--- WHAT THE TASK REQUIRES ---
Starting at the first line of the listing below, repeat each line exactly until the line containing "SHOULDER_DIAMETER = 25.0", which you include. Leave out pictures.
(PROVIDED ENTRIES begins)
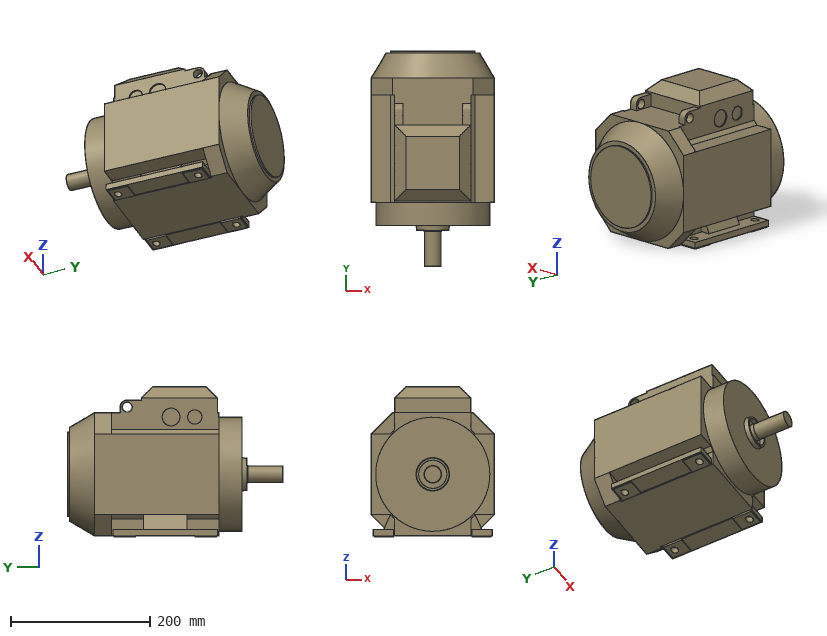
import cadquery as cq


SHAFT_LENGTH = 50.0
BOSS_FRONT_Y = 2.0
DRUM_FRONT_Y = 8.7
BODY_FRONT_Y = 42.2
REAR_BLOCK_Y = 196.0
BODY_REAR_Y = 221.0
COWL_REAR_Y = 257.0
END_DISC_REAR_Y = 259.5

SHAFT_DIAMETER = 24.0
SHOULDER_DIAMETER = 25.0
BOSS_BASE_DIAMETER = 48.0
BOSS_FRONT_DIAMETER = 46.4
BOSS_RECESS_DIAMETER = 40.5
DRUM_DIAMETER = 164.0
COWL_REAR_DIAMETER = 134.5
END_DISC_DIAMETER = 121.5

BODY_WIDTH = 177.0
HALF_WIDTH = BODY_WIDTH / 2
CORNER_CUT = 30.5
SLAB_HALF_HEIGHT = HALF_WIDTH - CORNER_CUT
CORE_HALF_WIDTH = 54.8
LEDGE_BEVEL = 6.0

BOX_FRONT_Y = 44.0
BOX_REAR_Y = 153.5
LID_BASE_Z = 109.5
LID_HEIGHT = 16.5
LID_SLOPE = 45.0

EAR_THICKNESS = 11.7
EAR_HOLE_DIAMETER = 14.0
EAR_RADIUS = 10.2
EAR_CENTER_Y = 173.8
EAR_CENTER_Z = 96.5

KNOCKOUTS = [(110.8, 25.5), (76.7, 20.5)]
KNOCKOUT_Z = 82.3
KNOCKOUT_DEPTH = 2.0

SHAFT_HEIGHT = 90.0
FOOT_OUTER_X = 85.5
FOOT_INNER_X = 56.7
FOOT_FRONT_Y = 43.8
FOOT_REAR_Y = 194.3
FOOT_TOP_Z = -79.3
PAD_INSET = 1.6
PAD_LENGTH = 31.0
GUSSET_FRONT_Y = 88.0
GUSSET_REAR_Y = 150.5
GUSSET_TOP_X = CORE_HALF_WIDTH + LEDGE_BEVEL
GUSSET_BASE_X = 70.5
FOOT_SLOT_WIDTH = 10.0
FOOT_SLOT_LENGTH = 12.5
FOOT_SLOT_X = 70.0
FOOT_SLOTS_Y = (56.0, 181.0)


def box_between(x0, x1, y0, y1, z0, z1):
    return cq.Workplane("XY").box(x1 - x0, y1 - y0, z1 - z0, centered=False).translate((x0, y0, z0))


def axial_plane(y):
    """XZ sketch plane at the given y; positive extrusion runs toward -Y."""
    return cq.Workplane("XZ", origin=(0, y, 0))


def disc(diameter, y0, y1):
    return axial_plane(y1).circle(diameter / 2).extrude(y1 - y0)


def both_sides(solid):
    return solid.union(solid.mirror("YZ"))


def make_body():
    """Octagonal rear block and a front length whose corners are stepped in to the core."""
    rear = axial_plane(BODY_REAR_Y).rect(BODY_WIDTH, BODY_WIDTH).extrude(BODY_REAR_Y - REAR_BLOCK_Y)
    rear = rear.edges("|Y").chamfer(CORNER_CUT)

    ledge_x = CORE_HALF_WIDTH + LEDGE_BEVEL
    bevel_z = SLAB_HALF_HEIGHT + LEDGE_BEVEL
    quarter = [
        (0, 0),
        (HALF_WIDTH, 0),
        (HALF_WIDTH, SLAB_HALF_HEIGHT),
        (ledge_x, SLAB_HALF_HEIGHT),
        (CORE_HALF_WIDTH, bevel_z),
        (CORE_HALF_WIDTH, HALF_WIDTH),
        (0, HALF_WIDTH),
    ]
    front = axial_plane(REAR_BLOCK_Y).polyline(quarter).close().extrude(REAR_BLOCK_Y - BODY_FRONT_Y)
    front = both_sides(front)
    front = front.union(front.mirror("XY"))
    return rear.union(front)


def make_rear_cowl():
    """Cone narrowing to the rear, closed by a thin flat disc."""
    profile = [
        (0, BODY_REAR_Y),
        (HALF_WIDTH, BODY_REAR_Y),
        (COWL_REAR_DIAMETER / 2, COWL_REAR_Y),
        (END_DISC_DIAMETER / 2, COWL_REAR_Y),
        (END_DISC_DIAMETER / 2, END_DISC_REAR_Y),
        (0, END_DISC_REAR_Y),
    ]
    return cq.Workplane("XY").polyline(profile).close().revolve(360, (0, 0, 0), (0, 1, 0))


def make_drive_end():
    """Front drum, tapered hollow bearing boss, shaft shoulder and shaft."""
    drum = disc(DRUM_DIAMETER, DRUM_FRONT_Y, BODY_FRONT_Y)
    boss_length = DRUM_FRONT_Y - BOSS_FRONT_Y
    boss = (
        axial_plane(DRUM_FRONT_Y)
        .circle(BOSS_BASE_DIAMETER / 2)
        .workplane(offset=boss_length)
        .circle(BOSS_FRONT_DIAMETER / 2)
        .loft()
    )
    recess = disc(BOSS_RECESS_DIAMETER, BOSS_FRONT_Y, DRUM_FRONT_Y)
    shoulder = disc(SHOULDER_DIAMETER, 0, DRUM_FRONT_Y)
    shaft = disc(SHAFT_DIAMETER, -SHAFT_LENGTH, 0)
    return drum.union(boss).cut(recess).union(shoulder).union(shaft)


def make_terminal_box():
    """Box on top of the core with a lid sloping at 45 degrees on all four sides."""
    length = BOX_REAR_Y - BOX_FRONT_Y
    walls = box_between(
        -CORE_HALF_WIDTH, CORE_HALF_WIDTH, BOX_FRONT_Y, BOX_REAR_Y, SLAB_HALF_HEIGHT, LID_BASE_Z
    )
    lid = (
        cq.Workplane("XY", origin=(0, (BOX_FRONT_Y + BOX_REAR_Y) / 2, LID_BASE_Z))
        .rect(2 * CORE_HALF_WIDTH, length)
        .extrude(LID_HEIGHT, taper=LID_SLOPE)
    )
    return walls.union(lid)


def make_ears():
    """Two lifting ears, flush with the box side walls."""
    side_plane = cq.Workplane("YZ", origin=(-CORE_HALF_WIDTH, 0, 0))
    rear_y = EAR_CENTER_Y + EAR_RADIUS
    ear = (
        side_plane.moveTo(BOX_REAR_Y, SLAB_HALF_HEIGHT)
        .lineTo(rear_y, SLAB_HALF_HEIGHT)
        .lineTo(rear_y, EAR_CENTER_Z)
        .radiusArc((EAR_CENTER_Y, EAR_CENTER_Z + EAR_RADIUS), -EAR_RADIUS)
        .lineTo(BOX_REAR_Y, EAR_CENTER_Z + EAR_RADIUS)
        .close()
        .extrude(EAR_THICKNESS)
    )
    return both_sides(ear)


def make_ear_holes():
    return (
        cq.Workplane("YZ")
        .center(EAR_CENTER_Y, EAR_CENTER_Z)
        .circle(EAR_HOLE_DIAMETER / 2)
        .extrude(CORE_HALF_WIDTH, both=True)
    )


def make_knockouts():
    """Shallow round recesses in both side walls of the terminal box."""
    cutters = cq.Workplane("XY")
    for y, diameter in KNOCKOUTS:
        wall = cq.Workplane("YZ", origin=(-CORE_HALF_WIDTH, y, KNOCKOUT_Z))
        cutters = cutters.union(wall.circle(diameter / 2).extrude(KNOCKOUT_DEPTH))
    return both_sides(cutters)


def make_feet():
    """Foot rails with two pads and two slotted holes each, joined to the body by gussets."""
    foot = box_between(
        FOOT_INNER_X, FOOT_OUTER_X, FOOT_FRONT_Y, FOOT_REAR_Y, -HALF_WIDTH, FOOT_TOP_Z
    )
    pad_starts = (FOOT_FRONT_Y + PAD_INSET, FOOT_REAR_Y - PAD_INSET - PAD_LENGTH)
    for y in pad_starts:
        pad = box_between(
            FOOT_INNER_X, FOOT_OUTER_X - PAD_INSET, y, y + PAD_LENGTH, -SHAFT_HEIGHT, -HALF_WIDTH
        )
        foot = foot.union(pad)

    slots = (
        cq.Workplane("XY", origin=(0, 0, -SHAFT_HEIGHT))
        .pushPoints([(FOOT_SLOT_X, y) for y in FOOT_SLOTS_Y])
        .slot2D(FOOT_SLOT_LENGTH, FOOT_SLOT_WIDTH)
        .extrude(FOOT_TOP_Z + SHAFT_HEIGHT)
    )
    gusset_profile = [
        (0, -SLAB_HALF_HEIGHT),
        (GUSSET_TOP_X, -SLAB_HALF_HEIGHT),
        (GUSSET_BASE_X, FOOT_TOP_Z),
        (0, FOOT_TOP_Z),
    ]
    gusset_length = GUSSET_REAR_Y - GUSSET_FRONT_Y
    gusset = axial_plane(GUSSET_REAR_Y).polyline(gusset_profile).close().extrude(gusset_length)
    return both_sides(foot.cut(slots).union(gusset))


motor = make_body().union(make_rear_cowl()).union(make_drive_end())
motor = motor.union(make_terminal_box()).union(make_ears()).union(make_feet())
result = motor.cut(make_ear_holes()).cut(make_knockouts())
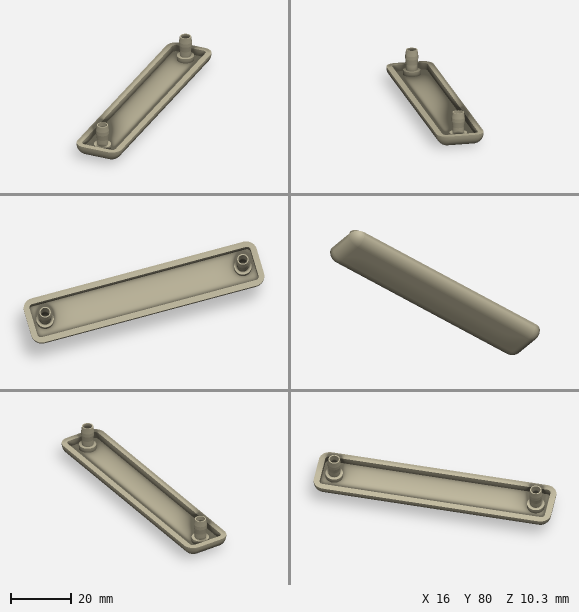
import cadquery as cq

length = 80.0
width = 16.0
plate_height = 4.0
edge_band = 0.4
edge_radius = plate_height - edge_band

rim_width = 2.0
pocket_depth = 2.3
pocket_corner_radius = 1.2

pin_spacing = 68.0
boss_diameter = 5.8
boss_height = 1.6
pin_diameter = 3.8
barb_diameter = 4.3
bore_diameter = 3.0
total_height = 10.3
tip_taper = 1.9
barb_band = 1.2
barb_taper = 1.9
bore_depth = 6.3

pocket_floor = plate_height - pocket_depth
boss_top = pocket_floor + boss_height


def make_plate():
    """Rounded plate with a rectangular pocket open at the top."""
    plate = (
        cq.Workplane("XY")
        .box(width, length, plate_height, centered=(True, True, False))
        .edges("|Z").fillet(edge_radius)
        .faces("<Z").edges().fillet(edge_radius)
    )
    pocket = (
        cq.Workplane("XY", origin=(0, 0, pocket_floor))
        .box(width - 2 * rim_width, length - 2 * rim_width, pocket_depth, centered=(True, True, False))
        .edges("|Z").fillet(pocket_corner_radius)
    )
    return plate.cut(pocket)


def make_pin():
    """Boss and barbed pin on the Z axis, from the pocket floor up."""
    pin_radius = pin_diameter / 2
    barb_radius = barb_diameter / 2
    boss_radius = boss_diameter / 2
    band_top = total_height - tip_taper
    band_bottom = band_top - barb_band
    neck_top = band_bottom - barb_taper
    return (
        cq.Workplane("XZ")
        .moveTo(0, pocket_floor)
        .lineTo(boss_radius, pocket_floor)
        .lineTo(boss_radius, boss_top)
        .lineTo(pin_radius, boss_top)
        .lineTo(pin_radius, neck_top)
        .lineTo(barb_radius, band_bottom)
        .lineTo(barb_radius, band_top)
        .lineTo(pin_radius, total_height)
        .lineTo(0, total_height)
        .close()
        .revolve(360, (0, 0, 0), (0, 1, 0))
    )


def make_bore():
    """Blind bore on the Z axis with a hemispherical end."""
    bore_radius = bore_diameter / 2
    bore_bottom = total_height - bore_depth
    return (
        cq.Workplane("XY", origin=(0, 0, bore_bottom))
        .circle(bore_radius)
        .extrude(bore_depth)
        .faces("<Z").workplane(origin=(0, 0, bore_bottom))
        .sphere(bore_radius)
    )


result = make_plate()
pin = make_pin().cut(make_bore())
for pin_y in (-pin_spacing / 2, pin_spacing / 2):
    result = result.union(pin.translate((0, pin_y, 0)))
(PROVIDED ENTRIES ends)
--- WRITTEN SOLUTION ---
import cadquery as cq


SHAFT_LENGTH = 50.0
BOSS_FRONT_Y = 2.0
DRUM_FRONT_Y = 8.7
BODY_FRONT_Y = 42.2
REAR_BLOCK_Y = 196.0
BODY_REAR_Y = 221.0
COWL_REAR_Y = 257.0
END_DISC_REAR_Y = 259.5

SHAFT_DIAMETER = 24.0
SHOULDER_DIAMETER = 25.0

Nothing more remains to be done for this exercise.